■ Source material
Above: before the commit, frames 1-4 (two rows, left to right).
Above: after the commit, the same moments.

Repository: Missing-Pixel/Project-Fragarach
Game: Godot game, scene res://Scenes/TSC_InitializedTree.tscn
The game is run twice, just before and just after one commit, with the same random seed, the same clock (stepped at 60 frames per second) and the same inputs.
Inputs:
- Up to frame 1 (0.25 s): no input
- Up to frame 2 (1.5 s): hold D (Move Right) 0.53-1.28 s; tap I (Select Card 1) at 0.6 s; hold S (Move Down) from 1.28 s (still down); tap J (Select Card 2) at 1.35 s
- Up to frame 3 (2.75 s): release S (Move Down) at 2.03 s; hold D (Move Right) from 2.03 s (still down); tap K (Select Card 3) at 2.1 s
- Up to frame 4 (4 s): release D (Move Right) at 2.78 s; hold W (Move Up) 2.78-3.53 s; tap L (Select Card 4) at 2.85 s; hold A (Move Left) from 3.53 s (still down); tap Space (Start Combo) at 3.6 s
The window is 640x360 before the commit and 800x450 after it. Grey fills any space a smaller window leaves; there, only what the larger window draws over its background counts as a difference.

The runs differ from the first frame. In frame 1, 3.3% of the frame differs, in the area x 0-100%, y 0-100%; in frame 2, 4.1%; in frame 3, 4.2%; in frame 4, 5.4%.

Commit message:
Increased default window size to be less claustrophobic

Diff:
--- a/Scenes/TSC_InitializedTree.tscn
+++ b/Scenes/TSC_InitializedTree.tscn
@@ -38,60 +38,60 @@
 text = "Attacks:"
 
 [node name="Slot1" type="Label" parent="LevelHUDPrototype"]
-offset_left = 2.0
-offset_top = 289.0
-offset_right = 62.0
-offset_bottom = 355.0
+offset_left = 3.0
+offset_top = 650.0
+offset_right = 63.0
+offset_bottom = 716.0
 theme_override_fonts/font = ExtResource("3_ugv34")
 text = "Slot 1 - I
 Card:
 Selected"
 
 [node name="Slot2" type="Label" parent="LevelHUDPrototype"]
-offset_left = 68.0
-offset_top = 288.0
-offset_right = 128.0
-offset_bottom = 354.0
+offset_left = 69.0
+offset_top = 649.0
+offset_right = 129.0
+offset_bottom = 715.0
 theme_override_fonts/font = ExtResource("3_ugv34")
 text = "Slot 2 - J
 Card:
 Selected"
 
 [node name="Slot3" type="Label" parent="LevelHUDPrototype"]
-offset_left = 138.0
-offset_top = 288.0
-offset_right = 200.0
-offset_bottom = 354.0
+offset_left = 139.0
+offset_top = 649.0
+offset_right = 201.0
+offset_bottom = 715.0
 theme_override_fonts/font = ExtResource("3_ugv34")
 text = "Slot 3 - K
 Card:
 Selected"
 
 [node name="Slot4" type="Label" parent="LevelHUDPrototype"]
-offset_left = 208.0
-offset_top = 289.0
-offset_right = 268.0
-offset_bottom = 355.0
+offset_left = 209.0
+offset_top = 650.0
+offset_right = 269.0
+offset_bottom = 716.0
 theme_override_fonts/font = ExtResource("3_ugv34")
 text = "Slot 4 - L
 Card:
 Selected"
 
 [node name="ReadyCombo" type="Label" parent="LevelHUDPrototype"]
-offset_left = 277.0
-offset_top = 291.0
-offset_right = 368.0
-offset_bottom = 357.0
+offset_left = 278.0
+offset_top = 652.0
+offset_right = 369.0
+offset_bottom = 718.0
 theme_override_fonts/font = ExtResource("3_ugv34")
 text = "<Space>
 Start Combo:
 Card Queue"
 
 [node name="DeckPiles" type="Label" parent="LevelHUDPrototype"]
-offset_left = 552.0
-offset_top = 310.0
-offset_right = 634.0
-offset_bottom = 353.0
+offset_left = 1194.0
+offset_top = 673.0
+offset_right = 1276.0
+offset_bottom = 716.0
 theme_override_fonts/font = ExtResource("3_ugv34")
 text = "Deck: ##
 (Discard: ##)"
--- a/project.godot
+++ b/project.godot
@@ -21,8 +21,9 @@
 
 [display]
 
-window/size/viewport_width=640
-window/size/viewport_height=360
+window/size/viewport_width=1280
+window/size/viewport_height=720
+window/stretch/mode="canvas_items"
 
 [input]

■ Work task
Answer with a number alone: how many lines of the listing above include the string "size"?

■ Written answer
5